*Problem details:*
Find the string "remove" in the listing below and return each line it appears in.

*Data for processing:*
______

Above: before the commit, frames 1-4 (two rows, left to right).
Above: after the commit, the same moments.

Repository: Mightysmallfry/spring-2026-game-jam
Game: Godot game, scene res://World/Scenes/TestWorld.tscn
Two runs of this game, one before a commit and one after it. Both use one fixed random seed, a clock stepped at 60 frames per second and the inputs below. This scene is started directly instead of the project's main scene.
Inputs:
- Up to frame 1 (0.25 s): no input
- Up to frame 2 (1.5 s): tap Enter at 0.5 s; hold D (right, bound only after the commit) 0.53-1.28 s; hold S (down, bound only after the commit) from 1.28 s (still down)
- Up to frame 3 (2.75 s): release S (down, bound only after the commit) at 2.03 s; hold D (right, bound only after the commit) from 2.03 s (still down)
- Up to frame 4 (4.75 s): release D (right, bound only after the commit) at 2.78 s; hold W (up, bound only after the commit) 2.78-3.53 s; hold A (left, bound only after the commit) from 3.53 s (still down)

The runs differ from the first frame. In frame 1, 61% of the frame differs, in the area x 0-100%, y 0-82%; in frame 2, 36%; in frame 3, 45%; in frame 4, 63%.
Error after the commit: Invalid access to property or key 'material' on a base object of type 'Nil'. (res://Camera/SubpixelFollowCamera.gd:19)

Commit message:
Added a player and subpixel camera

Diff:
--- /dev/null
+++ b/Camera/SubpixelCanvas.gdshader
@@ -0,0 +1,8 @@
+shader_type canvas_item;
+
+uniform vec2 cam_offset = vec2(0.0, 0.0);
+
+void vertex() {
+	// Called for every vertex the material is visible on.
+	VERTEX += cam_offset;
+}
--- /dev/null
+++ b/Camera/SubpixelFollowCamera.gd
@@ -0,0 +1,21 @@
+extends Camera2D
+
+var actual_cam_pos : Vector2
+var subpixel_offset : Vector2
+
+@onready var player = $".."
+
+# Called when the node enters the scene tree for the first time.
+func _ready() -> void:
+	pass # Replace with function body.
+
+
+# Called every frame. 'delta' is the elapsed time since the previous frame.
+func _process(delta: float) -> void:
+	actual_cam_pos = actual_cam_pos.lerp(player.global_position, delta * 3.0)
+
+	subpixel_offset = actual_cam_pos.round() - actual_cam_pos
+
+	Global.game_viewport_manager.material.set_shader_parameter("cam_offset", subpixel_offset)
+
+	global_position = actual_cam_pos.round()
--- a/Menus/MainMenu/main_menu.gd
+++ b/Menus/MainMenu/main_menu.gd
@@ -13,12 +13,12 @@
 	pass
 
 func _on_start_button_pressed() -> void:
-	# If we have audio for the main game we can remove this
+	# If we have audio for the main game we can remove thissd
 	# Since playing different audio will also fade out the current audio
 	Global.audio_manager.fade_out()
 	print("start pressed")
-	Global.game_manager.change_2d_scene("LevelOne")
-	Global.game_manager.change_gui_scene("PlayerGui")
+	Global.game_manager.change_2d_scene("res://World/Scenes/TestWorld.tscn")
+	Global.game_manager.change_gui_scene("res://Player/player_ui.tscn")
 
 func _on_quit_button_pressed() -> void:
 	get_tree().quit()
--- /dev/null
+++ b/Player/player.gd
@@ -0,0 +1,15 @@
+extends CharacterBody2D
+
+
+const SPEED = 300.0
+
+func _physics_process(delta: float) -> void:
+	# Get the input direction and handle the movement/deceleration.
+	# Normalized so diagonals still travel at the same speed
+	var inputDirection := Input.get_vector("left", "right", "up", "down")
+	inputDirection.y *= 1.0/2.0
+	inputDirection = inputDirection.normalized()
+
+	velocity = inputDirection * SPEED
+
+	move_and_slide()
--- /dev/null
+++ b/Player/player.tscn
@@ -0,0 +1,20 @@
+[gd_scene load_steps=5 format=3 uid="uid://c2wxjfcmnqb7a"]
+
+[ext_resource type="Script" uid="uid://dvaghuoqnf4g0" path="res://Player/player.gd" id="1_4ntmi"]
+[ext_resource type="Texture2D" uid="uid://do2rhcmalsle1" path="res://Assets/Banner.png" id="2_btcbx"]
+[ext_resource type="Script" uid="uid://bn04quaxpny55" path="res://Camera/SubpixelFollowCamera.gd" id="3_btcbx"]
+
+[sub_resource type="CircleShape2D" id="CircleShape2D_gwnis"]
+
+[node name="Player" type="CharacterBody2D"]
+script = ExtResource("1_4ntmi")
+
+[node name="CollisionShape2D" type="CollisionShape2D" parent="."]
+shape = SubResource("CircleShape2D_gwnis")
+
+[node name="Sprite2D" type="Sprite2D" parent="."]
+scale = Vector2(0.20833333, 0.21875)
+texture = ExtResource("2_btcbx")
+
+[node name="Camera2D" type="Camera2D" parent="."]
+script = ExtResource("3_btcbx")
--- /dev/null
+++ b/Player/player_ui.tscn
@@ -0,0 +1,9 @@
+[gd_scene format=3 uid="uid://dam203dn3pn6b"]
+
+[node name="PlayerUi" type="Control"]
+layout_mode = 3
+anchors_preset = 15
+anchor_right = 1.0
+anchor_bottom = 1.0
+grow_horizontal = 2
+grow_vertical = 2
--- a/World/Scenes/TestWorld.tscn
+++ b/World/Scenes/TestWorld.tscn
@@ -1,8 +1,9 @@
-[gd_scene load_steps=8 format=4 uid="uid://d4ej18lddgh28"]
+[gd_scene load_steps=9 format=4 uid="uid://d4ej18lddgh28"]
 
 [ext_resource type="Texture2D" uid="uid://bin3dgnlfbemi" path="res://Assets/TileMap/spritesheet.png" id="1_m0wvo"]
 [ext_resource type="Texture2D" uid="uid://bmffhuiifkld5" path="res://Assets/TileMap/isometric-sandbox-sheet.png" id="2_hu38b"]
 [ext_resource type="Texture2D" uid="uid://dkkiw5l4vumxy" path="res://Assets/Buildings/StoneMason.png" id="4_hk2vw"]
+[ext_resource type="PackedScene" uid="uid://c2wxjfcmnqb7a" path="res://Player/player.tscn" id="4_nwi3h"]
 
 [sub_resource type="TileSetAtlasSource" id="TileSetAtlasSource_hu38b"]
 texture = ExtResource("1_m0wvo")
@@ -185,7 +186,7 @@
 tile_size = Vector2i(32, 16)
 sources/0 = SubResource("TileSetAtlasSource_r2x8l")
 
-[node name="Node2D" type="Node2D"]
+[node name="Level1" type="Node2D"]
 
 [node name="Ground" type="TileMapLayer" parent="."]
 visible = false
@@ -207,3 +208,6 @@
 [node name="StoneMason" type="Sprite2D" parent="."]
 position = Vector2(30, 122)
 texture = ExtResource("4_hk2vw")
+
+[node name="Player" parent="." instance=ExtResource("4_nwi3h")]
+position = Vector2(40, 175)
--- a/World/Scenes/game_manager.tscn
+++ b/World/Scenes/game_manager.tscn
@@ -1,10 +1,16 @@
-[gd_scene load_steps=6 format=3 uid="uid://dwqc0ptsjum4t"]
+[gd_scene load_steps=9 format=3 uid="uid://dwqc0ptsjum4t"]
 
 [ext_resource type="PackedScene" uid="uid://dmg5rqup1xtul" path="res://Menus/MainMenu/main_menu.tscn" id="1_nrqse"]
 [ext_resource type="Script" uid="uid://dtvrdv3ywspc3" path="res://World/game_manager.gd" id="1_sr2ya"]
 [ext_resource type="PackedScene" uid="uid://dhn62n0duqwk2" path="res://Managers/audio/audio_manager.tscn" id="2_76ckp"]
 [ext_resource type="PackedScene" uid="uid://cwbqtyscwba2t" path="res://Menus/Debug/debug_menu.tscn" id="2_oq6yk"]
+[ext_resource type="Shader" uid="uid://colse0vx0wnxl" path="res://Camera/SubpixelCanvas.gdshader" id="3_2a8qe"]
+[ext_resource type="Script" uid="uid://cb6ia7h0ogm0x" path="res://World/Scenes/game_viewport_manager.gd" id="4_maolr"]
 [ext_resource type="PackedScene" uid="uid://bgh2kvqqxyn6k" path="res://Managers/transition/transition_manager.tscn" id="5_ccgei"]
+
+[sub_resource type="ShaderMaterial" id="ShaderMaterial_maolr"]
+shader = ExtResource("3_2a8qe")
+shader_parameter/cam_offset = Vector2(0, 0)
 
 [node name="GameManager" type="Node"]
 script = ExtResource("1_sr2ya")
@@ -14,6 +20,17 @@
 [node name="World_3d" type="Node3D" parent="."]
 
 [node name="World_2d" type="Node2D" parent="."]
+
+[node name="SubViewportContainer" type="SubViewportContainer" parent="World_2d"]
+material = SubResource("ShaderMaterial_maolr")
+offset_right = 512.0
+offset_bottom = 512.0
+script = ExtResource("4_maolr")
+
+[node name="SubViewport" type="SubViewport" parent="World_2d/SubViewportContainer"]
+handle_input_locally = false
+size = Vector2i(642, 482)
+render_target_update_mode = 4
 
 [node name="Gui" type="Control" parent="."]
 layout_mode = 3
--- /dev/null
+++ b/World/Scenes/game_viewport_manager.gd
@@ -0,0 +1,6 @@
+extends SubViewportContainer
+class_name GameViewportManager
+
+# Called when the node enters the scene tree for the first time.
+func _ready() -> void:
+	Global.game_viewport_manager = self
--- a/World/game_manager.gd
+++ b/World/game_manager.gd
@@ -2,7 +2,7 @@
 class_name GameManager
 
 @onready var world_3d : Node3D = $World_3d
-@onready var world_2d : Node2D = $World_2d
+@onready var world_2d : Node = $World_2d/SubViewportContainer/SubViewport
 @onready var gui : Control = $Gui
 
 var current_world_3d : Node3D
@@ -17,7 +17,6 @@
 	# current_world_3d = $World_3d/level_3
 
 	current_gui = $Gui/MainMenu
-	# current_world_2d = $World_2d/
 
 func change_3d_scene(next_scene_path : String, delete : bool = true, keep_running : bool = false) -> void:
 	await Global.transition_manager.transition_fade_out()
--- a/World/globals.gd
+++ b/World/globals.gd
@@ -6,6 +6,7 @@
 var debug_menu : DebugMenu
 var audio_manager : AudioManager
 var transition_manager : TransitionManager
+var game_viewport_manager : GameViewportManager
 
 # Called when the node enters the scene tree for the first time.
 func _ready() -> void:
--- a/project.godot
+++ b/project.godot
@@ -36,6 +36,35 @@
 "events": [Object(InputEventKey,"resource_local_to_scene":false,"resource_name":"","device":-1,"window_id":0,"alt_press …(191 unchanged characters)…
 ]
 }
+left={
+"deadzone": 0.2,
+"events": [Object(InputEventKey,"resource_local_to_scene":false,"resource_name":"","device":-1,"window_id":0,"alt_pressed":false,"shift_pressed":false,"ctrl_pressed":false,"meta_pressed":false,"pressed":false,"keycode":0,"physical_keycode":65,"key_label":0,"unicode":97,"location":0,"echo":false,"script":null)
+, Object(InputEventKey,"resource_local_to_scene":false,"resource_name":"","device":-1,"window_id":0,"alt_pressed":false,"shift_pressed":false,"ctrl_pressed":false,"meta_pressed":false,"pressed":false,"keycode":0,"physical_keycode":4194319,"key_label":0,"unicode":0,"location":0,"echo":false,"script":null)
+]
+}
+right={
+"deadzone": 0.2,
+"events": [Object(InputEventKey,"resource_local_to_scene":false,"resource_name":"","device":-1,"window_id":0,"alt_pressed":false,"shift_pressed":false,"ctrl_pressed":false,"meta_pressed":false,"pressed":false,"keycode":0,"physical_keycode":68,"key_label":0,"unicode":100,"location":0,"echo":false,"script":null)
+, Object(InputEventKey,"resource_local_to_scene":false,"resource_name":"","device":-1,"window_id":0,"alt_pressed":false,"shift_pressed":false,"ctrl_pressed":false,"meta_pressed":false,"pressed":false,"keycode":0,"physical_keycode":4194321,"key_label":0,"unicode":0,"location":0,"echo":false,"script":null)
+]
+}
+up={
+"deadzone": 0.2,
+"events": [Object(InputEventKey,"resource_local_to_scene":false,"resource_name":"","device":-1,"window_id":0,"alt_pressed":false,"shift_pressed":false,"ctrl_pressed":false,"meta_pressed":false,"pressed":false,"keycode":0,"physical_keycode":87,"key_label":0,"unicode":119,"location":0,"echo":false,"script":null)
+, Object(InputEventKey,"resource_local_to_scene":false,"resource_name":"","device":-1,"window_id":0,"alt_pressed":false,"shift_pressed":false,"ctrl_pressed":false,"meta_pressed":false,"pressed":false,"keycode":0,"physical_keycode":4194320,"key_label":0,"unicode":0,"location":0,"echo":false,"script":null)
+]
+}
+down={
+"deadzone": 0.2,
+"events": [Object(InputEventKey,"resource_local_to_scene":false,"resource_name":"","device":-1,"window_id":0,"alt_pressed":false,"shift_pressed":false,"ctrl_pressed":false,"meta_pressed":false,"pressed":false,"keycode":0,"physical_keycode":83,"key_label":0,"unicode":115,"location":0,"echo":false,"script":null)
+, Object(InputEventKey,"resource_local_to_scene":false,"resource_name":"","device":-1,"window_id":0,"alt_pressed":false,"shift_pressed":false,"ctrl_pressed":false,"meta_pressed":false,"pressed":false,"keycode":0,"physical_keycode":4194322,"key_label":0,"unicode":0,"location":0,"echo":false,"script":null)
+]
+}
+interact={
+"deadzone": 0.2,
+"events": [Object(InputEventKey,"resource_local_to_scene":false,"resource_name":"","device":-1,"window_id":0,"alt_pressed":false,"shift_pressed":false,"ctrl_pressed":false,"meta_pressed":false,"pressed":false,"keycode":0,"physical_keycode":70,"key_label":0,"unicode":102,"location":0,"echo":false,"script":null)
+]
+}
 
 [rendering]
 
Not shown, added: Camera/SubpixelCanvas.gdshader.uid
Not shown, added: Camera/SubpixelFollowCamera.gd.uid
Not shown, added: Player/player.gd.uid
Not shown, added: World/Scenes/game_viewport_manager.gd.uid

______

*Written reply:*
-	# If we have audio for the main game we can remove this
+	# If we have audio for the main game we can remove thissd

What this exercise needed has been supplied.